Theridiosoma gemmosum is a species of spider in the family Theridiosomatidae, known as ray spiders. It is widely distributed in the Holarctic region. A small spider with a shiny globular abdomen, it constructs a conical orb web.

==Description==
Theridiosoma gemmosum is a small spider. Females are 2–3 mm long, males smaller still at 1.5–2 mm. In both sexes, the carapace (upper surface of the cephalothorax) is dark brown; the upper surface of the abdomen (opisthosoma) is silvery with variable dark lines and marks. The abdomen is globular, more or less circular from above. The male palpal bulbs and the female epigyne are distinctive.

==Web==
Theridiosoma gemmosum constructs a small orb web. The radii do not run directly to a central hub as with other orb webs, but are first joined into groups of two or three before combining to meet in the middle. A single thread runs from the centre to a nearby support, and is held by the spider.

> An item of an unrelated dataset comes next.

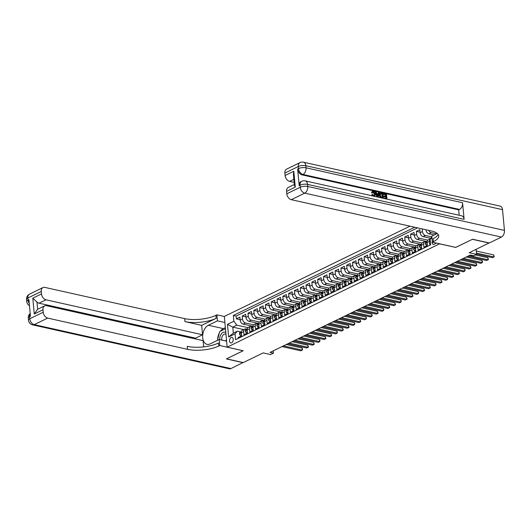 <?xml version="1.0" encoding="UTF-8"?>
<svg xmlns="http://www.w3.org/2000/svg" width="531" height="531" viewBox="0 0 531 531"><rect width="100%" height="100%" fill="white"/><g stroke="black" fill="none" stroke-linecap="round" stroke-linejoin="round"><path stroke-width="0.8" d="M231.622 342.814A2.847 1.812 -77.4 0 0 233.235 339.893A2.847 1.812 -77.4 0 0 231.994 337.377A2.847 1.812 -77.4 0 0 231.124 337.504A2.847 1.812 -77.4 0 0 229.511 340.417A2.847 1.812 -77.4 0 0 230.753 342.933A2.847 1.812 -77.4 0 0 231.622 342.814M409.978 226.179L224.321 316.443L227.168 347.148L439.641 243.802M227.168 347.148L243.225 350.732L226.538 358.843L243.264 362.58L263.144 352.916L270.505 354.555L273.405 353.148L273.2 350.878M489.111 242.926L469.238 252.716L476.599 254.362L476.134 249.364M455.698 247.386L472.398 239.315L489.124 243.052M238.207 338.393L238.127 337.524L241.612 335.831L241.333 332.798L243.649 331.669A3.558 2.449 -115.9 0 1 244.771 329.067A3.558 2.449 -115.9 0 1 246.019 328.948L246.616 329.081M243.649 331.669L243.935 334.703L247.419 333.01L247.134 329.977L249.457 328.848A3.558 2.449 -115.9 0 1 250.579 326.246A3.558 2.449 -115.9 0 1 251.827 326.127L252.417 326.26M249.457 328.848L249.736 331.875L253.221 330.182L252.942 327.156L255.265 326.027A3.558 2.449 -115.9 0 1 256.387 323.425A3.558 2.449 -115.9 0 1 257.635 323.306L258.225 323.439M255.265 326.027L255.544 329.054L259.028 327.361L258.743 324.335L261.066 323.206A3.558 2.449 -115.9 0 1 262.188 320.605A3.558 2.449 -115.9 0 1 263.436 320.485L264.026 320.618M261.066 323.206L261.352 326.233L264.83 324.541L264.551 321.514L266.874 320.379A3.558 2.449 -115.9 0 1 267.996 317.784A3.558 2.449 -115.9 0 1 269.244 317.657L269.834 317.79M266.874 320.379L267.153 323.412L270.637 321.72L270.359 318.686L272.682 317.558A3.558 2.449 -115.9 0 1 273.804 314.956A3.558 2.449 -115.9 0 1 275.045 314.837L275.642 314.969M272.682 317.558L272.961 320.591L276.445 318.892L276.16 315.865L278.483 314.737A3.558 2.449 -115.9 0 1 279.605 312.135A3.558 2.449 -115.9 0 1 280.853 312.016L281.443 312.148M278.483 314.737L278.768 317.764L282.246 316.071L281.968 313.044L284.291 311.916A3.558 2.449 -115.9 0 1 285.412 309.314A3.558 2.449 -115.9 0 1 286.66 309.195L287.251 309.327M284.291 311.916L284.57 314.943L288.054 313.25L287.775 310.223L290.099 309.095A3.558 2.449 -115.9 0 1 291.214 306.493A3.558 2.449 -115.9 0 1 292.462 306.374L293.059 306.5M290.099 309.095L290.377 312.122L293.862 310.429L293.577 307.396L295.9 306.268A3.558 2.449 -115.9 0 1 297.021 303.666A3.558 2.449 -115.9 0 1 298.269 303.546L298.86 303.679M295.9 306.268L296.185 309.301L299.663 307.608L299.384 304.575L301.708 303.447A3.558 2.449 -115.9 0 1 302.829 300.845A3.558 2.449 -115.9 0 1 304.077 300.725L304.668 300.858M301.708 303.447L301.986 306.473L305.471 304.781L305.192 301.754L307.509 300.626A3.558 2.449 -115.9 0 1 308.63 298.024A3.558 2.449 -115.9 0 1 309.878 297.904L310.476 298.037M307.509 300.626L307.794 303.652L311.279 301.96L310.993 298.933L313.317 297.805A3.558 2.449 -115.9 0 1 314.438 295.203A3.558 2.449 -115.9 0 1 315.686 295.083L316.277 295.216M313.317 297.805L313.595 300.831L317.08 299.139L316.801 296.112L319.124 294.977A3.558 2.449 -115.9 0 1 320.246 292.382A3.558 2.449 -115.9 0 1 321.494 292.256L322.085 292.389M319.124 294.977L319.403 298.01L322.888 296.318L322.609 293.285L324.926 292.156A3.558 2.449 -115.9 0 1 326.047 289.554A3.558 2.449 -115.9 0 1 327.295 289.435L327.886 289.568M324.926 292.156L325.211 295.19L328.696 293.49L328.41 290.464L330.733 289.335A3.558 2.449 -115.9 0 1 331.855 286.733A3.558 2.449 -115.9 0 1 333.103 286.614L333.694 286.747M330.733 289.335L331.012 292.362L334.497 290.669L334.218 287.643L336.541 286.514A3.558 2.449 -115.9 0 1 337.663 283.912A3.558 2.449 -115.9 0 1 338.904 283.793L339.501 283.926M336.541 286.514L336.82 289.541L340.305 287.848L340.019 284.822L342.342 283.693A3.558 2.449 -115.9 0 1 343.464 281.091A3.558 2.449 -115.9 0 1 344.712 280.972L345.303 281.098M342.342 283.693L342.628 286.72L346.106 285.028L345.827 281.994L348.15 280.866A3.558 2.449 -115.9 0 1 349.272 278.264A3.558 2.449 -115.9 0 1 350.52 278.144L351.11 278.277M348.15 280.866L348.429 283.899L351.914 282.207L351.635 279.173L353.958 278.045A3.558 2.449 -115.9 0 1 355.08 275.443A3.558 2.449 -115.9 0 1 356.321 275.323L356.918 275.456M353.958 278.045L354.237 281.072L357.721 279.379L357.436 276.352L359.759 275.224A3.558 2.449 -115.9 0 1 360.881 272.622A3.558 2.449 -115.9 0 1 362.129 272.503L362.719 272.635M359.759 275.224L360.045 278.251L363.523 276.558L363.244 273.531L365.567 272.403A3.558 2.449 -115.9 0 1 366.689 269.801A3.558 2.449 -115.9 0 1 367.937 269.682L368.527 269.814M365.567 272.403L365.846 275.43L369.33 273.737L369.052 270.71L371.375 269.575A3.558 2.449 -115.9 0 1 372.49 266.98A3.558 2.449 -115.9 0 1 373.738 266.854L374.335 266.987M371.375 269.575L371.654 272.609L375.138 270.916L374.853 267.883L377.176 266.754A3.558 2.449 -115.9 0 1 378.298 264.153A3.558 2.449 -115.9 0 1 379.546 264.033L380.136 264.166M377.176 266.754L377.455 269.788L380.939 268.089L380.661 265.062L382.984 263.934A3.558 2.449 -115.9 0 1 384.105 261.332A3.558 2.449 -115.9 0 1 385.353 261.212L385.944 261.345M382.984 263.934L383.263 266.96L386.747 265.268L386.468 262.241L388.785 261.113A3.558 2.449 -115.9 0 1 389.907 258.511A3.558 2.449 -115.9 0 1 391.155 258.391L391.752 258.524M388.785 261.113L389.07 264.139L392.555 262.447L392.27 259.42L394.593 258.292A3.558 2.449 -115.9 0 1 395.714 255.69A3.558 2.449 -115.9 0 1 396.962 255.57L397.553 255.696M394.593 258.292L394.872 261.318L398.356 259.626L398.077 256.592L400.401 255.464A3.558 2.449 -115.9 0 1 401.522 252.862A3.558 2.449 -115.9 0 1 402.77 252.743L403.361 252.875M400.401 255.464L400.679 258.497L404.164 256.805L403.885 253.772L406.202 252.643A3.558 2.449 -115.9 0 1 407.323 250.041A3.558 2.449 -115.9 0 1 408.571 249.922L409.162 250.055M406.202 252.643L406.487 255.67L409.965 253.977L409.686 250.951L412.01 249.822A3.558 2.449 -115.9 0 1 413.131 247.22A3.558 2.449 -115.9 0 1 414.379 247.101L414.97 247.234M412.01 249.822L412.288 252.849L415.773 251.156L415.494 248.13L417.817 247.001A3.558 2.449 -115.9 0 1 418.939 244.399A3.558 2.449 -115.9 0 1 420.18 244.28L420.778 244.413M417.817 247.001L418.096 250.028L421.581 248.335L421.295 245.309L423.619 244.174A3.558 2.449 -115.9 0 1 424.74 241.578A3.558 2.449 -115.9 0 1 425.988 241.452L426.579 241.585M423.619 244.174L423.904 247.207L427.382 245.514L427.103 242.481A3.558 2.449 -115.9 0 1 428.225 239.879L430.19 238.923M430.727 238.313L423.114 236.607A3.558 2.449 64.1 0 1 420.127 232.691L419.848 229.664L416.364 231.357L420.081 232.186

While the spider is holding this thread the tension pulls the web into a conical shape, described as "like an umbrella turned inside out". When prey, such as a mosquito gets near the web, the spider releases the web, which snaps forward and catches it. Experiments indicate the spiders are listening for prey, as they will release their webs when approached by an appropriately pitched tuning fork.

==Taxonomy==
The species was first described by Ludwig Koch in 1877, as Theridium gemmosum. (Theridium is an alternative spelling of Theridion.) Koch did not explain the origin of the species name gemmosum. The Latin word gemmosus means "set with jewels"; Koch several times used the description "Perlmutter", German for "mother of pearl". In 1879, Octavius Pickard-Cambridge described what he considered to be a different although closely related species. He decided that was not a Theridion, and placed it in a new genus, Theridiosoma, as T. argenteolum. Eugène Simon in 1881 recognized that Koch's and Pickard-Cambridge's species were the same and united them under the current name Theridiosoma gemmosum.

==Distribution and habitat==
Theridiosoma gemmosum has a Holarctic distribution, i.e. it is found throughout the northern and central parts of the Northern Hemisphere. It is described as "rare" in northern Europe, including Great Britain and Ireland. It is usually found in damp habitats, among low-growing vegetation.